Dag Kittlaus: How are you guys doing?  Well its good to be home, I have to say, it’s good to be back in Chicago.

I was going to talk a little bit about the future for a few minutes.  We’re going to have time for a lot of Siri stuff and I’m going to tell you a bit of the stories and so on, so we’ll leave a bit of time for Q&A.

But first I have a question, how many of you guys have heard of the law of accelerating returns? A few of you, I see.  It’s going to change the world and its really creeping up on us quickly.  It’s basically allowed us to hasten progress… information technology gets twice as powerful every year.  If I had to walk across this stage and take 30 steps, I’d get approximately to Seth.  But if I take 30 steps exponentially, which is what this law is about, I’d be on the moon.

There’s going to be some very strange things that are going to start happening as this law takes effect now.  Siri and being able to talk into your phone and other things are really just the beginning.

In 25 years, the hottest consumer product on earth is going to be a home printer.  It’s going to be a 3D printer, only, it’s not printing out paper. You’ll send somebody a note, and you’ll attach… a pizza.  And when you print it out, you’re going to be printing out the real thing… and it’s going to be hot… and it’s going to have just the right amount of spices on it. It’s going to give us exactly what you ordered.

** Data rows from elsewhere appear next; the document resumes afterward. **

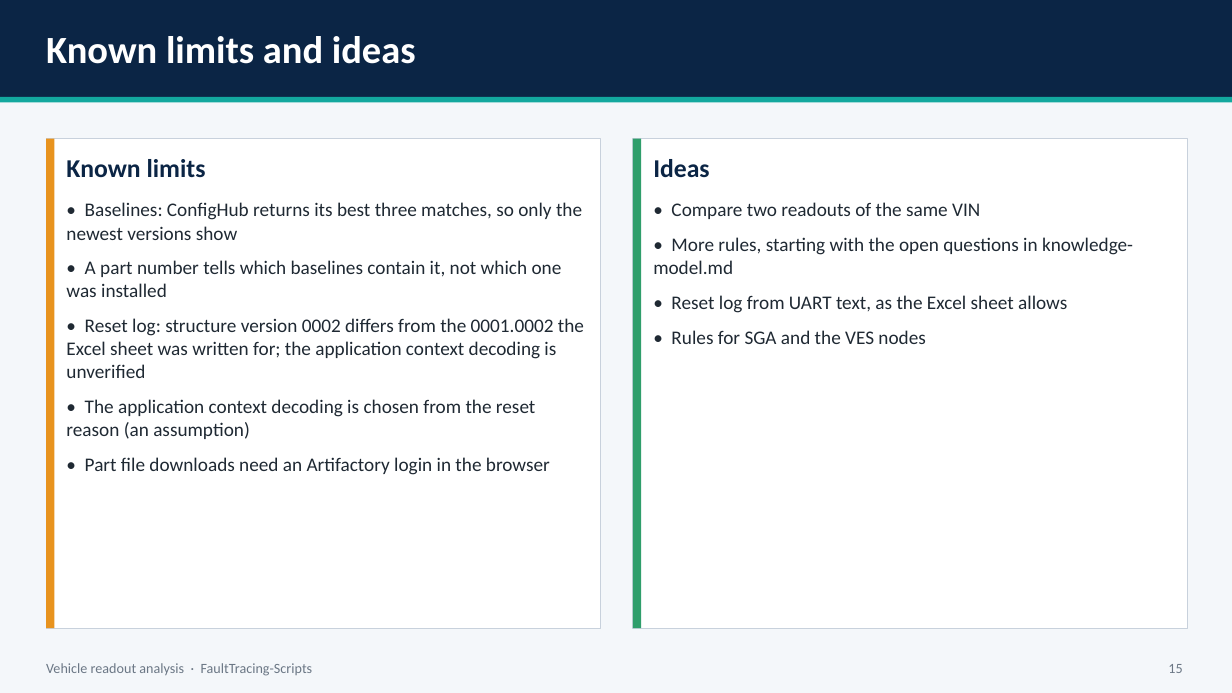
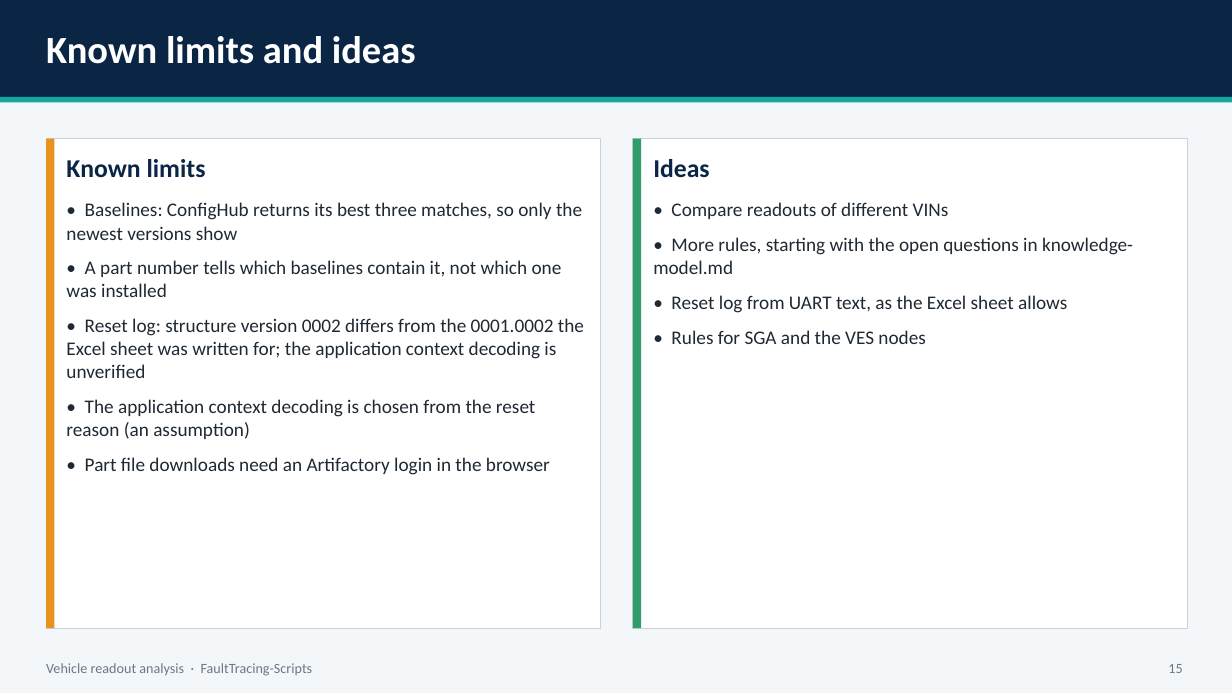
Before and after one commit to vkumar-vcc/FaultTracing-Scripts, a slide deck: slide 15 of docs/Decoder_Tool_Presentation.pptx. Drawn at 1232x693 pixels with LibreOffice and Linux fonts; fonts in the diff are those of the drawing. Boxes give left, top, right and bottom in pixels: in the first picture for what was removed or moved away, otherwise in the second. Text is boxed around its words. In the diff, an @@ line names an element or a change of style, - is before the commit and + after.

```diff
--- a/docs/Decoder_Tool_Presentation.pptx
+++ b/docs/Decoder_Tool_Presentation.pptx
@@ text at <box>671,202,949,219</box>: text changed @@
-• Compare two readouts of the same VIN
+• Compare readouts of different VINs
```
Also in this commit, not shown: 1 other slide changed, 19 other files.

They’re doing this today with organs for example. Human organs.  They’re already using technologies like this, in 3D printing, to take a DNA sample from somebody, plug it into a printer and have it print out an organ that’s based on your own DNA. There’s incredible stuff that’s coming.  In fact one of the implications of this and an easy way to think about it, is that over the next century, so the 2000s as opposed to the 1900s, instead of getting 100 years of progress like from the last century, you’re going to have the equivalent of 20,000 years of progress.

 

"... there’s a lot coming. Be prepared for the fact that life is going to change a lot in the next few decades." Photo credit, Tom Giles of StageBloc

So there’s going to be a lot of strange things that are going to be going on with us. Some people out there right now are saying “Dag, are you out of your mind?”  Am I even going to be alive to see anything like that in my life? Well there’s good news on that front too, because, in the same time frame, there’s a high likelihood that they’re actually going to cure death.  Every time your cells metabolize, there’s a chromosome that gets just a little bit shorter, and when it reproduces itself, it does a job that’s not quite as good as it did the last time, and that’s essentially what aging is.

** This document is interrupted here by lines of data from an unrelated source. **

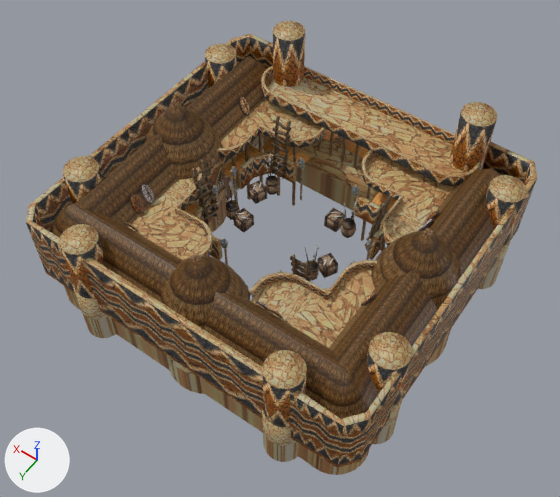
A saved change to the COLLADA model art/meshes/structural/sao/wonder.dae.
Camera for both pictures: a camera (50 mm lens) standing at (-34.3, 49.7, 74.7) and looking at (-0.9, 3.0, 1.3). The lights are fixed; the arrows at lower left show +X, +Y and +Z. Vertices at the same position are counted once.

Script lines for the objects in view, before the commit:
```python
me_cilindro_099 = bpy.data.meshes.new('Cilindro.099')
me_cilindro_099.from_pydata(...)  # 7262 vertices, 11550 faces; spans x -23.0..22.8, y -21.2..22.3, z -6.8..13.3
me_cilindro_099.materials.append(mat_texturas_sao_probas)  # picture img_sao_struct_png
ob_wonder = bpy.data.objects.new('wonder', me_cilindro_099)
ob_wonder.location = (0.0, 0.0, 0.0)
```
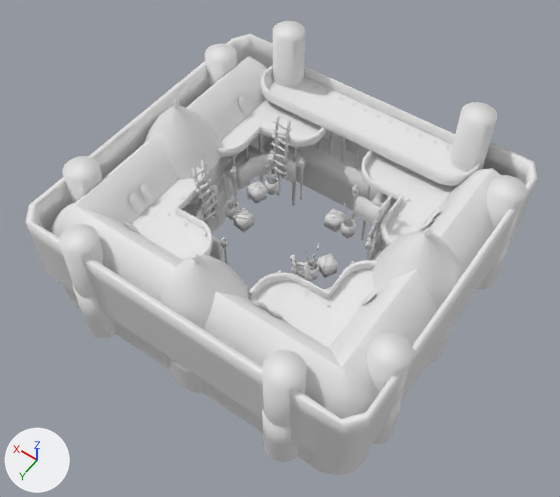
The newer file is also turned or shifted as a whole; pictures and numbers use the older file's frame.

Location of each change, [x1, y1, x2, y2] in pixels of the pictures (560 x 497 px):
part 1 of me_cilindro_099, built on
    before: [217, 176, 355, 270]
    after: [226, 176, 355, 270]
part 2 of me_cilindro_099, deleted (brown)
    before: [41, 259, 177, 359]
part 3 of me_cilindro_099, deleted
    before: [295, 353, 433, 465]
part 4 of me_cilindro_099, recoloured (brown to white)
    both: [26, 21, 537, 429]

The edits, one by one:
me_cilindro_099 is used by ob_wonder; location (0.0, 0.0, 0.0).
me_cilindro_099 had 7262 vertices, 11550 faces and spanned x -23.0..22.8, y -21.2..22.3, z -6.8..13.3.
me_cilindro_099 now has 7321 vertices, 11742 faces and spans x -23.0..22.8, y -21.2..22.3, z -6.8..13.3.
me_cilindro_099 part 1: 32 vertices removed from x -10.1..10.4, y -8.8..7.4, z 0.0..2.0; 100 vertices added at x -6.7..8.5, y -5.9..4.4, z 0.0..2.0.
me_cilindro_099 part 2: 3 vertices removed from x 15.3..20.7, y 20.7..21.3, z -0.1.
me_cilindro_099 part 3: 3 vertices removed from x -22.6..-15.7, y 19.3..21.2, z -0.1.
me_cilindro_099 part 4: 6814 faces spanning x -22.9..22.8, y -21.2..22.3, z -3.8..13.3 switch from mat_texturas_sao_probas (picture img_sao_struct_png) to no material.

So we don’t quite, at a certain period… you’re not quite as good as you used to be.  As an old man now myself, that’s an unsettling thought.  But, they’re starting to learn how to turn that off.

So imagine that, you’ve got a cut, you’re a kid…or my son skins his elbow, and a day and a half later I can’t even see it anymore.  So, what’s going on with that? It’s a very big idea, but essentially, they’re starting to understand how to stop that and potentially to reverse it.

And there’s an ongoing debate today… is the first person that’s going to be 500 years old, alive today, right now? So there’s incredible stuff going on.  When I look at artificial intelligence in just what’s gone on in the last 3 years, in that space, it is astounding.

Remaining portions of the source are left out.